DESCRIPTION (provided by applicant): Facioscapulohumeral muscular dystrophy (FSHD) is a genetically dominant progressive muscular dystrophy affecting approximately 1/20,000 individuals. Although the disease is caused by a deletion of repeated sequence on chromosome 4, which is thought to inappropriately activate nearby genes, the identity of the key causative gene is unknown and mechanisms relating genes in the area to muscle pathology are unknown. There is currently no effective treatment for FSHD. We have screened candidate genes from the FSHD region of chromosome 4 in a cell culture system, and identified a gene (the double-homeodomain transcription factor, DUX4, which is embedded within the D4Z4 repeats on chromosome 4) with extreme toxicity to myoblasts. Using an inducible gene expression system, we show that expression of DUX4 causes changes in expression of a set of genes previously identified in microarray and proteomic studies as specifically misregulated in FHSD, including elements of stress response pathways, and the transcription factor MyoD. We further show that these responses involve competition with Pax7, a transcription factor at the apex of the myogenic hierarchy with a highly related homeodomain. We propose to investigate the molecular pathways downstream of DUX4 and identify genes relevant to muscle regeneration that are oppositely regulated by DUX4 and Pax7 (Aim 1), to generate novel cell and mouse models for FSHD based on expression of patient-derived D4Z4/DUX4 sequences (Aim 2), and to test the hypothesis that the stem or progenitor cell compartments of muscle are specifically affected by DUX4 in FSHD (Aim 3).

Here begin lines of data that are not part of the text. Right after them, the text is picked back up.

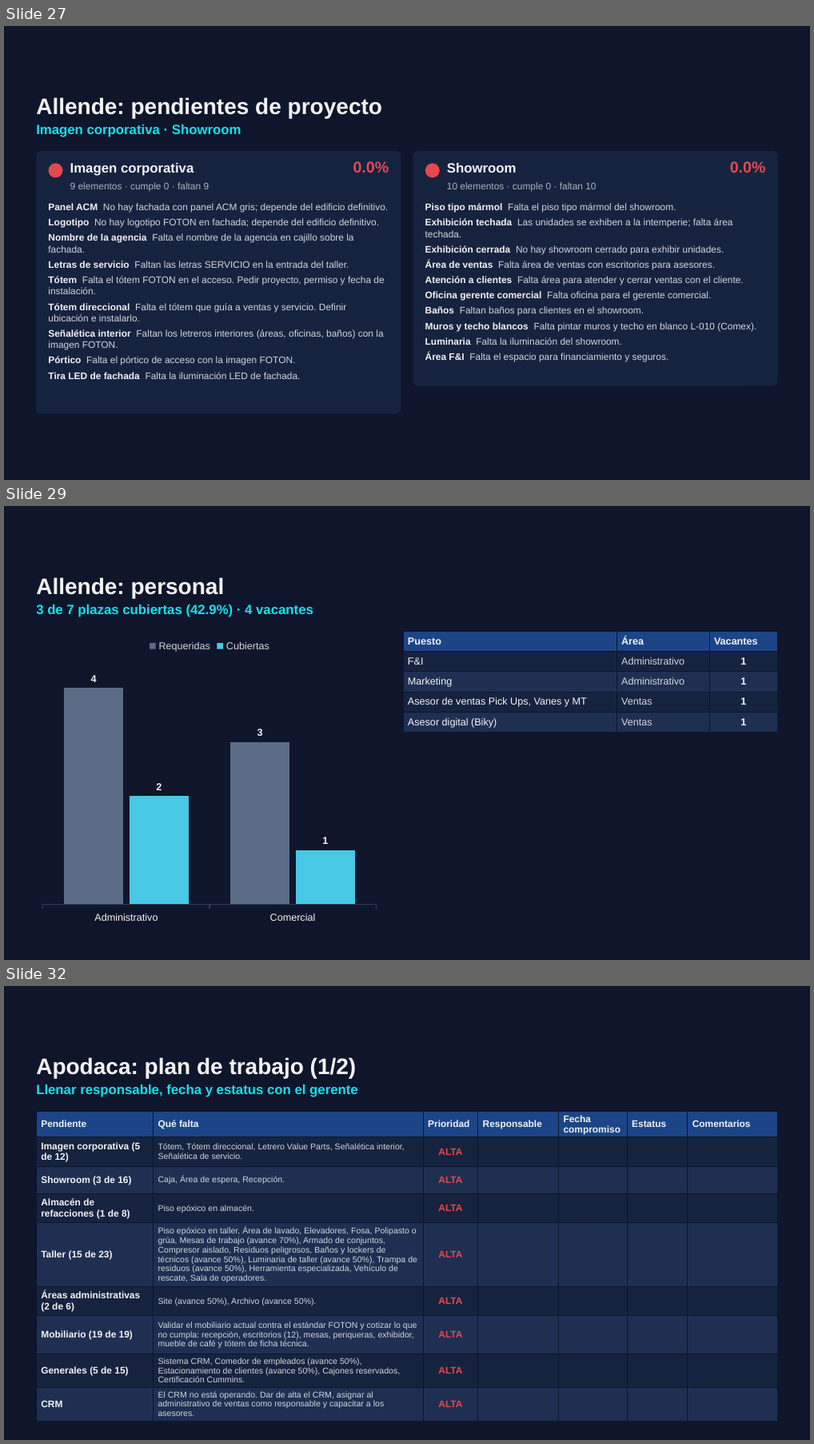
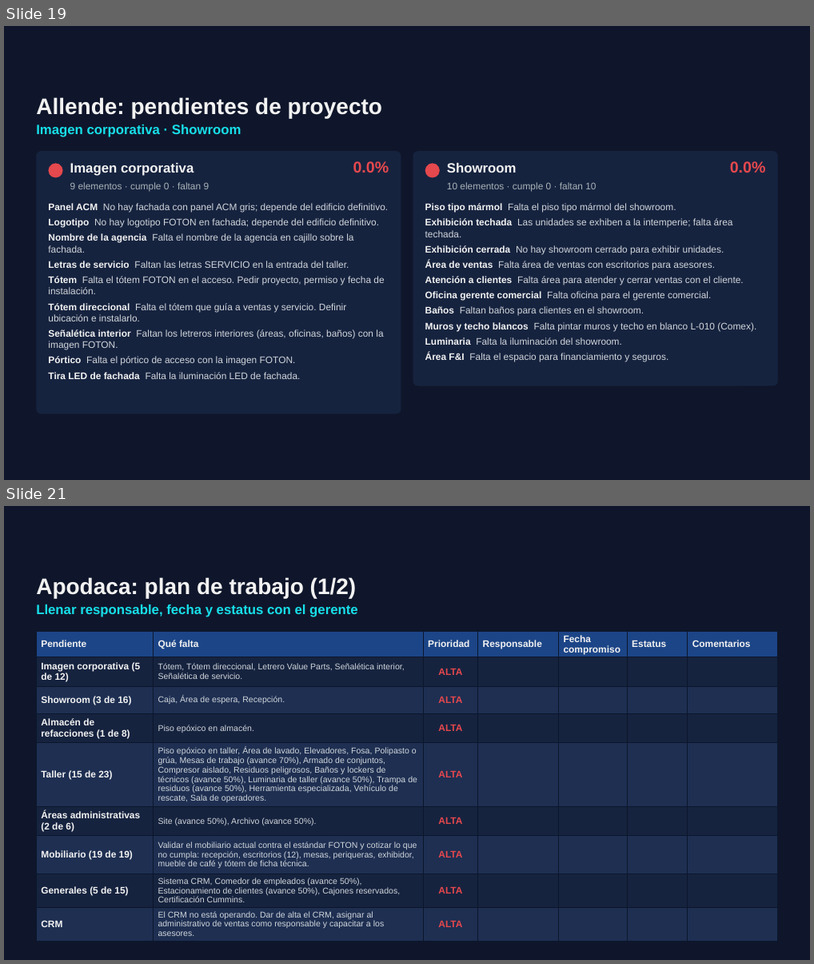
Before and after one commit to ReneDiz/Estatus-Distribuidores, a slide deck: presentacion/Grupo_Velcen_Estatus_nov2026.pptx. Shown one above the other, each under a label of ours: slides 27, 29 and 32 before the commit, slides 19 and 21 after it; the slides between them are not shown. The pictures are 814x1444 and 814x964 pixels, drawn with LibreOffice and Linux fonts; fonts in the diff are those of the drawing; background and template pictures are left out. Boxes give left, top, right and bottom in pixels: in the first picture for what was removed or moved away, otherwise in the second. Text is boxed around its words. In the diff, an @@ line names an element or a change of style, - is before the commit and + after.

```diff
--- a/presentacion/Grupo_Velcen_Estatus_nov2026.pptx
+++ b/presentacion/Grupo_Velcen_Estatus_nov2026.pptx
@@ slide 29 removed at [4,506,810,960], background picture (left out); not listed: 1 template element that a slide beside it also shows @@
@@ text removed at [36,577,225,598] @@
-Allende: personal
@@ text removed at [36,604,314,617] @@
-3 de 7 plazas cubiertas (42.9%) · 4 vacantes
@@ column chart removed at [36,631,383,929] @@
-categories: Administrativo, Comercial
-Requeridas: 4, 3
-Cubiertas: 2, 1
@@ table removed at [403,631,778,732], 5 rows, 3 columns @@
-Puesto | Área | Vacantes
-F&I | Administrativo | 1
-Marketing | Administrativo | 1
-Asesor de ventas Pick Ups, Vanes y MT | Ventas | 1
-Asesor digital (Biky) | Ventas | 1
@@ what was slide 27 is now slide 19 @@
@@ what was slide 32 is now slide 21 @@
```
Also in this commit, not shown: 4 slides changed, 10 other slides removed, 5 other files.

描述（由申请人提供）：面肩肱型肌营养不良症 (FSHD) 是一种遗传显性的进行性肌营养不良症，影响约 1/20,000 人。尽管这种疾病是由 4 号染色体上重复序列的缺失引起的，人们认为这会不适当地激活附近的基因，但关键致病基因的身份尚不清楚，并且该区域的基因与肌肉病理学的相关机制尚不清楚。目前尚无针对 FSHD 的有效治疗方法。我们在细胞培养系统中筛选了 4 号染色体 FSHD 区域的候选基因，并鉴定了一个对成肌细胞具有极大毒性的基因（双同源域转录因子 DUX4，嵌入在 4 号染色体上的 D4Z4 重复序列中）。使用诱导型基因表达系统，我们发现 DUX4 的表达会导致之前在微阵列和蛋白质组学研究中发现的一组基因表达发生变化，这些基因在 FHSD 中特别失调，包括应激反应途径的元件和转录因子 MyoD。我们进一步表明，这些反应涉及与 Pax7 的竞争，Pax7 是位于肌源层次结构顶端的转录因子，具有高度相关的同源结构域。我们建议研究 DUX4 下游的分子通路，并鉴定与 DUX4 和 Pax7 相反调节的肌肉再生相关基因（目标 1），以基于患者来源的 D4Z4/DUX4 序列的表达生成新的 FSHD 细胞和小鼠模型（目标 2），并检验 FSHD 中肌肉干细胞或祖细胞区室特别受 DUX4 影响的假设（目标 3）。